Young men wielding sledgehammers and pickaxes hacked away at the remnants of the many structures gutted by the fire, while children and elderly residents sat amid the rubble under makeshift tents provided by the Cambodian Red Cross (CRC) on the sites where their homes had been.

Fah Maryah, 41, said she was forced to stay under her tent around the clock to prevent scavengers from taking the few possessions left at the site of her former home. She and her neighbours have been sleeping on cots and wooden tables covered by blankets, using pieces of broken wooden furniture to feed charcoal fires.

“We live without walls and doors – just under tents,” she said. “It is very cold for us at night, so now many children are starting to get fevers.”

Officials from the CRC have thus far led the push to help victims, and Neth Sophana, the CRC’s director of disaster management, pledged to distribute mosquito nets, blankets, fish sauce and 50 kilograms of rice to each of the affected families. The CRC is working to recruit more donors for the effort, Neth Sophana said.

Russey Keo district Deputy Governor Ly Rosamy said the government was aware of the concerns in the community and hoped to address them within the next few days.

“We know that some people have become sick, so we will send health officials to the area to examine the affected residents and provide medicine to them,” she said.

For the moment, many residents said, they are relying on informal support from friends and relatives in Phnom Penh.

“My teacher raised money for me and other children in order to replace our books and school supplies,” said Nach Ny, 13, as children raced home from school in the narrow streets, hopping over levelled walls and playing amid the rubble.

Firefighters had difficulty containing the blaze on Thursday because their trucks could not access the riverside warren, where narrow streets limit road traffic to motorbikes only.
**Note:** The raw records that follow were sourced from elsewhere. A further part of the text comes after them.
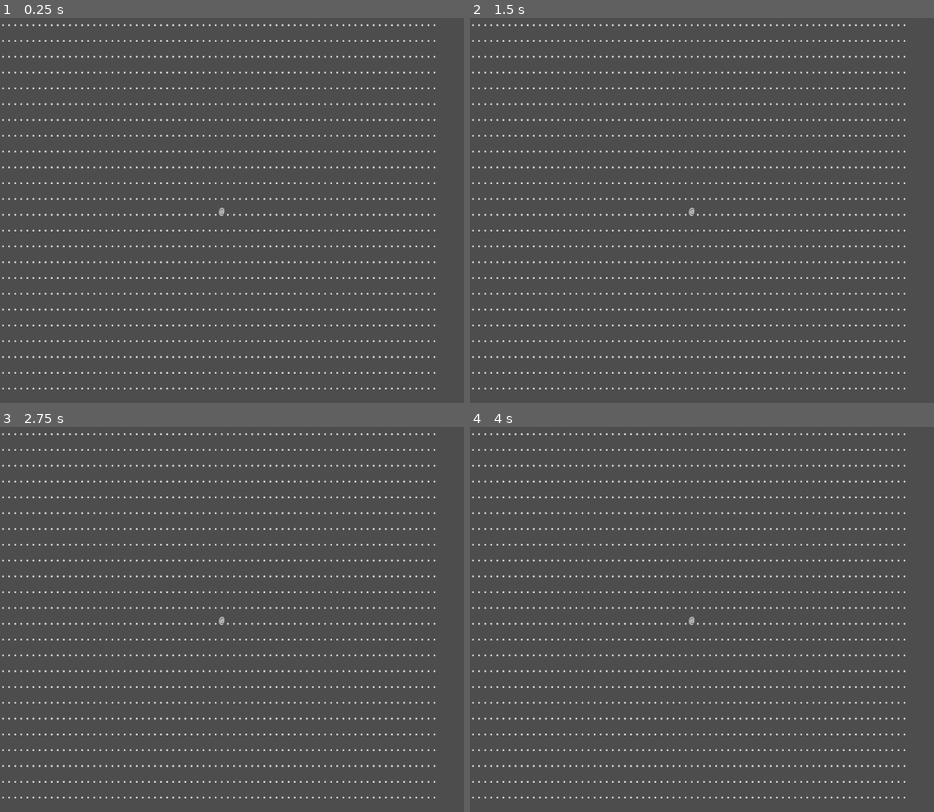
Above: before the commit, frames 1-4 (two rows, left to right).
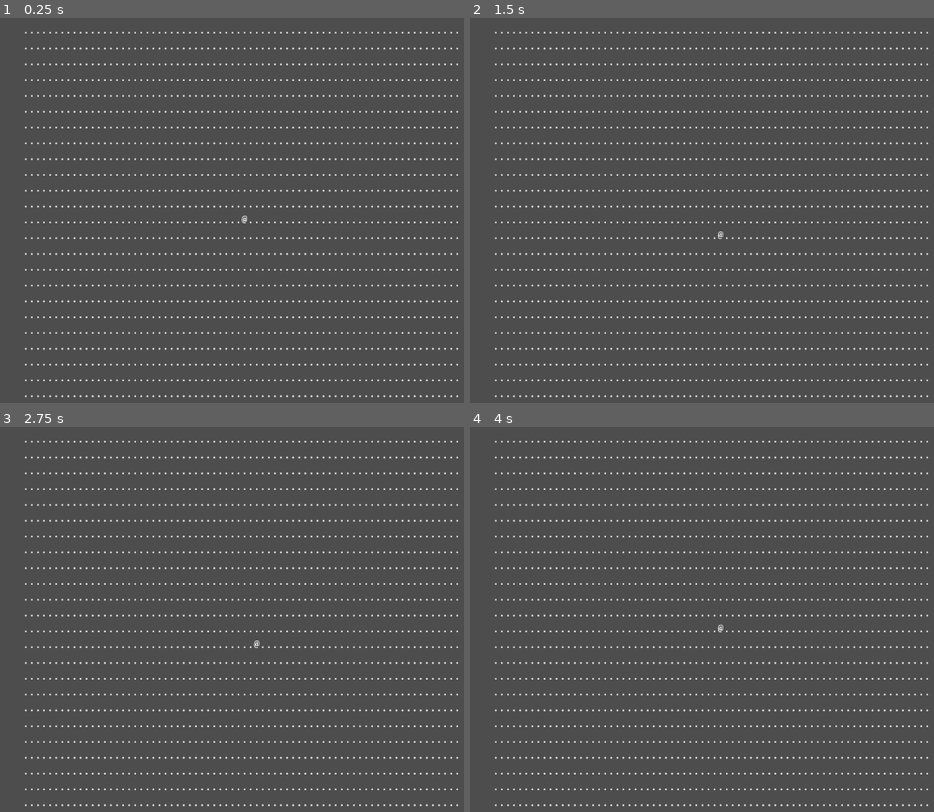
Above: after the commit, the same moments.

Repository: Kristjan-Kessel/GodotRogue
Game: Godot game, scene res://Scenes/main.tscn
Same seed, same stepped clock (60 frames per second), same inputs: the game is played once before the commit and once after it.
Inputs:
- Up to frame 1 (0.25 s): no input
- Up to frame 2 (1.5 s): tap Enter at 0.5 s; hold Right (ui_right) 0.53-1.28 s; tap Space at 1.25 s; hold Down (ui_down) from 1.28 s (still down)
- Up to frame 3 (2.75 s): tap Enter at 2 s; release Down (ui_down) at 2.03 s; hold Right (ui_right) from 2.03 s (still down)
- Up to frame 4 (4 s): tap Space at 2.75 s; release Right (ui_right) at 2.78 s; hold Up (ui_up) 2.78-3.53 s; tap Enter at 3.5 s; hold Left (ui_left) from 3.53 s (still down)

The runs differ from the first frame. In frame 1, 8.4% of the frame differs, in the area x 0-99%, y 1-99%; in frame 2, 8.4%; in frame 3, 8.4%; in frame 4, 8.4%.

Commit message:
Add player moving through map grid

Diff:
--- a/Scenes/Level.tscn
+++ /dev/null
@@ -1,12 +0,0 @@
-[gd_scene load_steps=3 format=3 uid="uid://c4h6rcw6j1p8"]
-
-[ext_resource type="Script" path="res://Scripts/level.gd" id="1_dfamc"]
-[ext_resource type="FontFile" uid="uid://bx2lyt3o5pdbd" path="res://RobotoMono-Medium.ttf" id="2_ywvfb"]
-
-[node name="Level" type="Node2D"]
-script = ExtResource("1_dfamc")
-
-[node name="MapLabel" type="Label" parent="."]
-offset_right = 40.0
-offset_bottom = 23.0
-theme_override_fonts/font = ExtResource("2_ywvfb")
--- a/Scenes/main.tscn
+++ b/Scenes/main.tscn
@@ -1,9 +1,18 @@
-[gd_scene load_steps=3 format=3 uid="uid://cv4l8fxqy3bof"]
+[gd_scene load_steps=4 format=3 uid="uid://cv4l8fxqy3bof"]
 
 [ext_resource type="Script" path="res://Scripts/main.gd" id="1_iie3f"]
-[ext_resource type="PackedScene" uid="uid://c4h6rcw6j1p8" path="res://Scenes/Level.tscn" id="2_tyo10"]
+[ext_resource type="FontFile" uid="uid://bx2lyt3o5pdbd" path="res://RobotoMono-Medium.ttf" id="3_hncvb"]
+[ext_resource type="Script" path="res://Scripts/player.gd" id="3_s7dad"]
 
 [node name="Main" type="Node2D"]
 script = ExtResource("1_iie3f")
 
-[node name="Level" parent="." instance=ExtResource("2_tyo10")]
+[node name="Player" type="Node2D" parent="."]
+script = ExtResource("3_s7dad")
+
+[node name="Label" type="Label" parent="."]
+offset_right = 40.0
+offset_bottom = 23.0
+theme_override_fonts/font = ExtResource("3_hncvb")
+
+[connection signal="player_move" from="Player" to="." method="_on_player_move"]
--- a/Scripts/level.gd
+++ /dev/null
@@ -1,27 +0,0 @@
-extends Node2D
-
-var map_data : Array = []
-
-func _ready():
-	generate_map()
-	render_map()
-
-func generate_map():
-	map_data.clear()
-	for y in range(Globals.map_height):
-		var row = []
-		for x in range(Globals.map_width):
-			row.append(Constants.FLOOR)
-		map_data.append(row)
-	map_data[Globals.map_height/2][Globals.map_width/2] = Constants.PLAYER
-
-
-func render_map():
-	var map_str = ""
-	for y in range(Globals.map_height):
-		for x in range(Globals.map_width):
-			map_str += map_data[y][x]
-		map_str += "\n"
-
-	var label = get_node("MapLabel")
-	label.text = map_str
--- a/Scripts/main.gd
+++ b/Scripts/main.gd
@@ -1,5 +1,45 @@
 extends Node2D
+
+var map_data : Array = []
+@onready var level = $Label
+@onready var player = $Player
 
 func _ready():
 	Globals.initialize_randomness()
 	print("Using seed: ", Globals.rng_seed)
+	generate_map()
+	render_map()
+
+func generate_map():
+	map_data.clear()
+	for y in range(Globals.map_height):
+		var row = []
+		for x in range(Globals.map_width):
+			row.append(Constants.FLOOR)
+		map_data.append(row)
+	position = Vector2(Globals.map_width / 2, Globals.map_height / 2)
+	map_data[position.y][position.x] = Constants.PLAYER
+	player.position = position;
+
+func render_map():
+	var map_str = ""
+	for y in range(Globals.map_height):
+		for x in range(Globals.map_width):
+			map_str += map_data[y][x]
+		map_str += "\n"
+
+	level.text = map_str
+
+func _on_player_move(new_position: Vector2) -> void:
+	#check for valid moves, and if its an attack here
+	new_position.x = clamp(new_position.x, 0, Globals.map_width-1)
+	new_position.y = clamp(new_position.y, 0, Globals.map_height-1)
+
+	map_data[player.position.y][player.position.x] = Constants.FLOOR
+	player.position = new_position;
+	map_data[player.position.y][player.position.x] = Constants.PLAYER
+
+	on_action_taken();
+
+func on_action_taken():
+	render_map()
--- /dev/null
+++ b/Scripts/player.gd
@@ -0,0 +1,24 @@
+extends Node
+
+signal action_taken()
+signal player_move(new_position)
+
+var position : Vector2 = Vector2.ZERO
+
+func _ready() -> void:
+	pass
+
+func _process(delta: float) -> void:
+	var move_direction = Vector2.ZERO;
+	if Input.is_action_just_pressed("ui_up"):
+		move_direction = Vector2(0, -1)
+	elif Input.is_action_just_pressed("ui_down"):
+		move_direction = Vector2(0, 1)
+	elif Input.is_action_just_pressed("ui_left"):
+		move_direction = Vector2(-1, 0)
+	elif Input.is_action_just_pressed("ui_right"):
+		move_direction = Vector2(1, 0)
+	else:
+		return
+
+	emit_signal("player_move", position+move_direction)
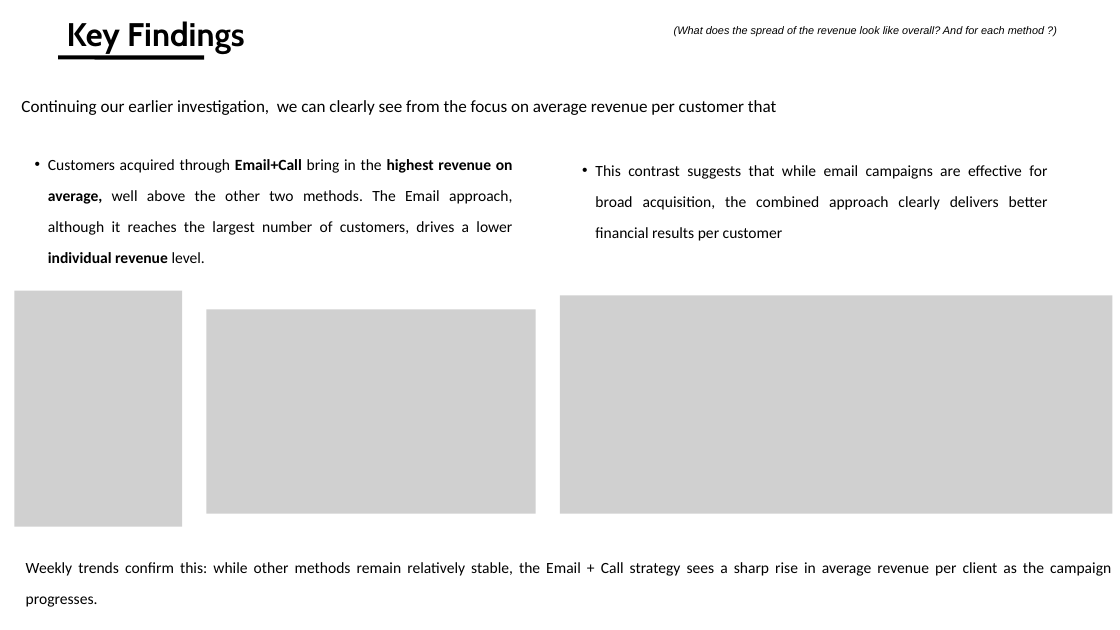
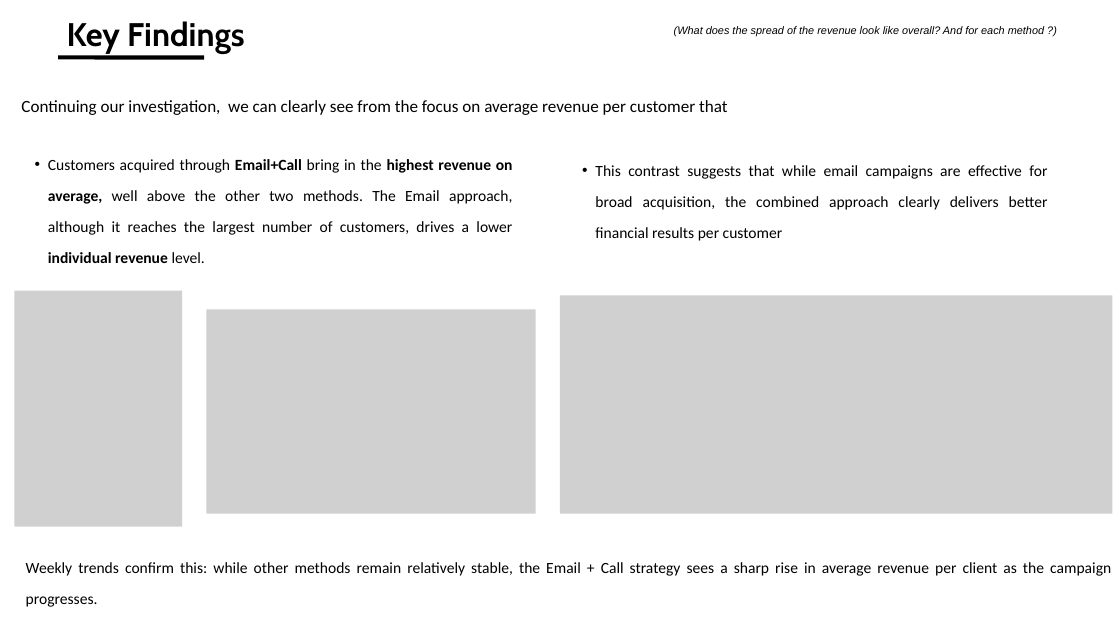
Before and after one commit to A-Helkias/Data-Analyst-Certification, a slide deck: slide 7 of Presentation - Data Analyst Certification.pptx. Drawn at 1120x630 pixels with LibreOffice and Linux fonts; fonts in the diff are those of the drawing; grey boxes stand for pictures. Boxes give left, top, right and bottom in pixels: in the first picture for what was removed or moved away, otherwise in the second. Text is boxed around its words. In the diff, an @@ line names an element or a change of style, - is before the commit and + after.

```diff
--- a/Presentation - Data Analyst Certification.pptx
+++ b/Presentation - Data Analyst Certification.pptx
@@ text at bbox=[21, 100, 727, 115]: text changed @@
-Continuing our earlier investigation, we can clearly see from the focus on average revenue per customer that
+Continuing our investigation, we can clearly see from the focus on average revenue per customer that
```
Also in this commit, not shown: 6 other slides changed, 2 other files.
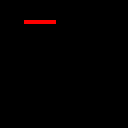
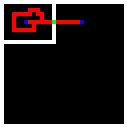
Revision of a layered 128×128 image; what changed, layer by layer:
showed "steny", painted on it over bbox(0, 0, 128, 128)
painted on "kable" over bbox(12, 8, 84, 32)
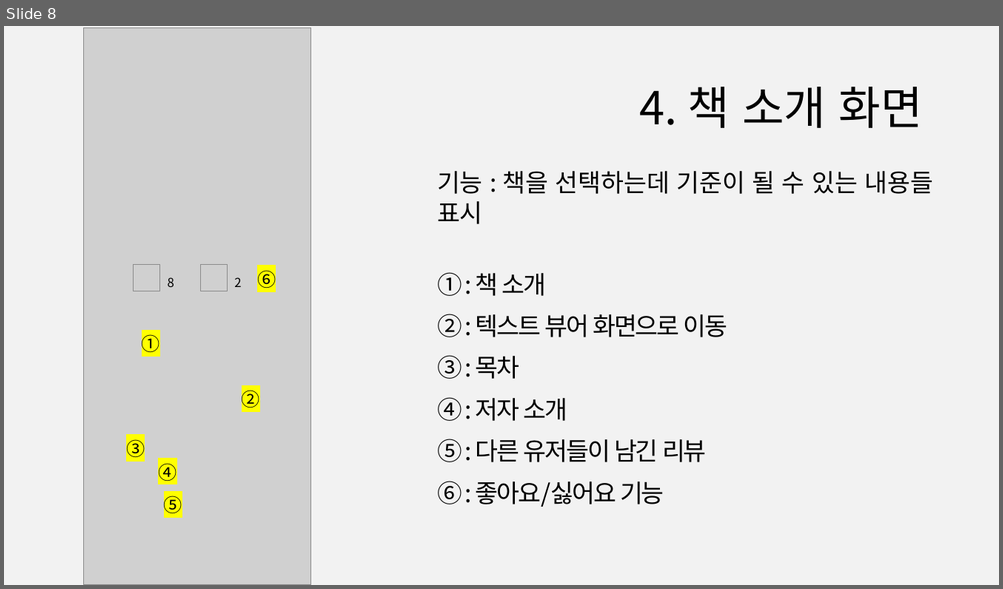
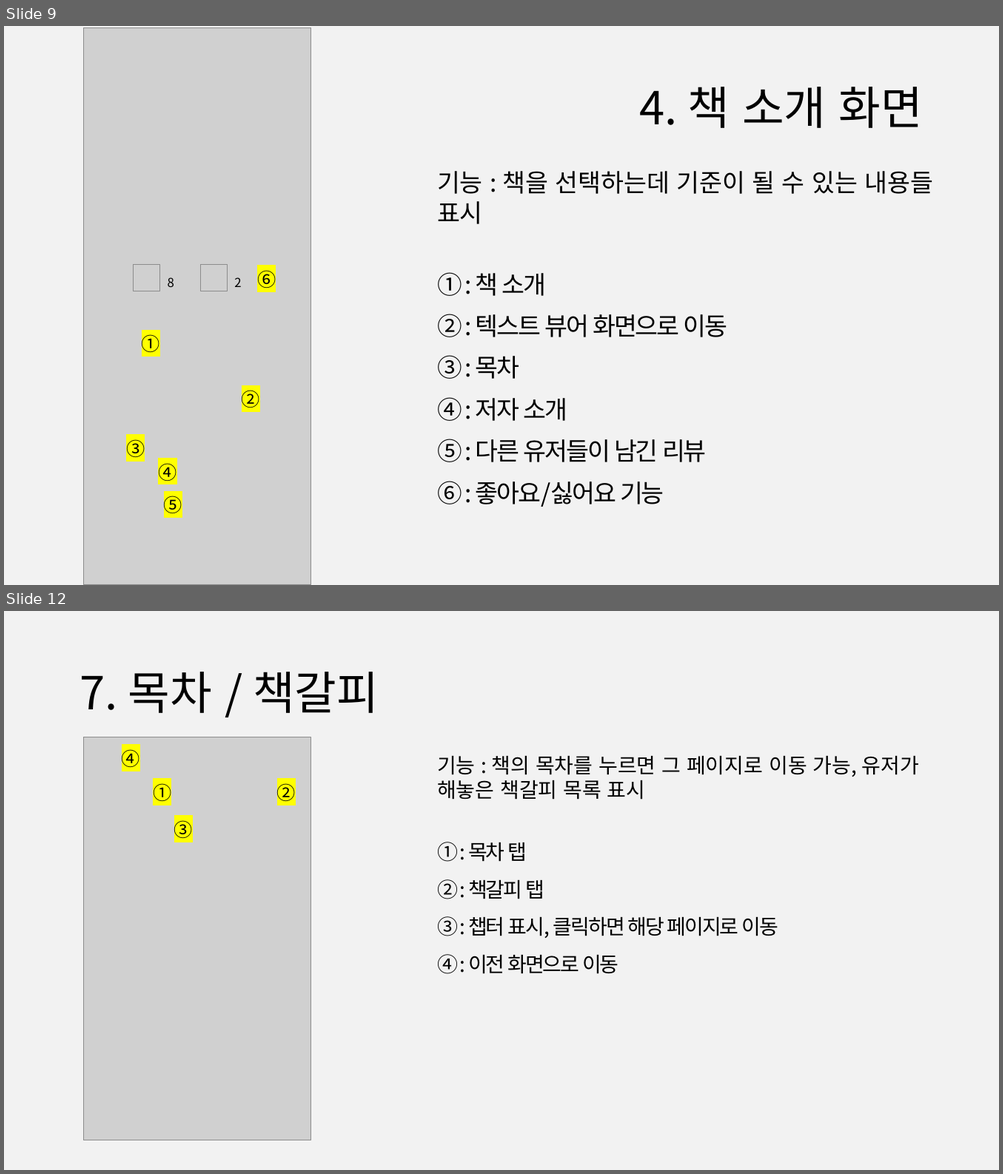
Before and after one commit to 888pocket/social-readbook-app, a slide deck: 보고서/사용자인터페이스(나) 제안발표ppt_3code.pptx. Shown one above the other, each under a label of ours: slide 8 before the commit, slides 9 and 12 after it; the slides between them are not shown. The pictures are 1003x589 and 1003x1174 pixels, drawn with LibreOffice and Linux fonts; fonts in the diff are those of the drawing; grey boxes stand for pictures. Boxes give left, top, right and bottom in pixels: in the first picture for what was removed or moved away, otherwise in the second. Text is boxed around its words. In the diff, an @@ line names an element or a change of style, - is before the commit and + after.

```diff
--- a/보고서/사용자인터페이스(나) 제안발표ppt_3code.pptx
+++ b/보고서/사용자인터페이스(나) 제안발표ppt_3code.pptx
@@ slide 12 added at <box>4,611,999,1170</box>, background #F2F2F2 @@
@@ title added at <box>79,672,378,713</box>, 44 pt, text #000000 @@
+7. 목차 / 책갈피
@@ picture added at <box>84,737,310,1141</box> @@
@@ text added at <box>122,749,140,767</box>, 18 pt, text #000000 @@
+④
@@ text added at <box>437,755,919,974</box>, 20 pt, text #000000 @@
+기능 : 책의 목차를 누르면 그 페이지로 이동 가능, 유저가 해놓은 책갈피 목록 표시
+① : 목차 탭
+② : 책갈피 탭
+③ : 챕터 표시, 클릭하면 해당 페이지로 이동
+④ : 이전 화면으로 이동
@@ text added at <box>153,783,171,801</box>, 18 pt, text #000000 @@
+①
@@ text added at <box>277,783,296,801</box>, 18 pt, text #000000 @@
+②
@@ text added at <box>174,820,193,838</box>, 18 pt, text #000000 @@
+③
@@ what was slide 8 is now slide 9 @@
```
Also in this commit, not shown: 7 slides changed, 8 other slides added, 2 slides removed.

Phnom Penh Governor Kep Chuktema said Saturday, however, that during the rebuilding effort the government will construct a wide road linked to National Road 5 to prevent similar disasters. Those affected by the road project will be given plots of land on the other side of the river, the governor added.

Though they did not doubt the wisdom of this project, some residents said they would be reluctant to leave the fishing community where they make their living.

“I will wait to see if my house will be completely taken for the road, but I hope that it will just be a few metres wide and I won’t have any problems,”

said 35-year-old Sann Pov, who worried that there would be no ferries to take her across the river at 1am, when she wakes up to haul fish to a market in Kampong Speu province.

Neth Vantha, director of the Phnom Penh Fire Department, said residents of such densely packed communities must be especially cautious at this time of year.

“We always tell people to keep fire extinguishers on hand because fires can break at any time in the dry season,” he said.

Fah Maryah said, though, that most villagers were away from their homes at the time of the fire, earning a livelihood that is now in doubt.

“I am appealing for more aid to our village. We have no money to buy things or start our business again,” she said.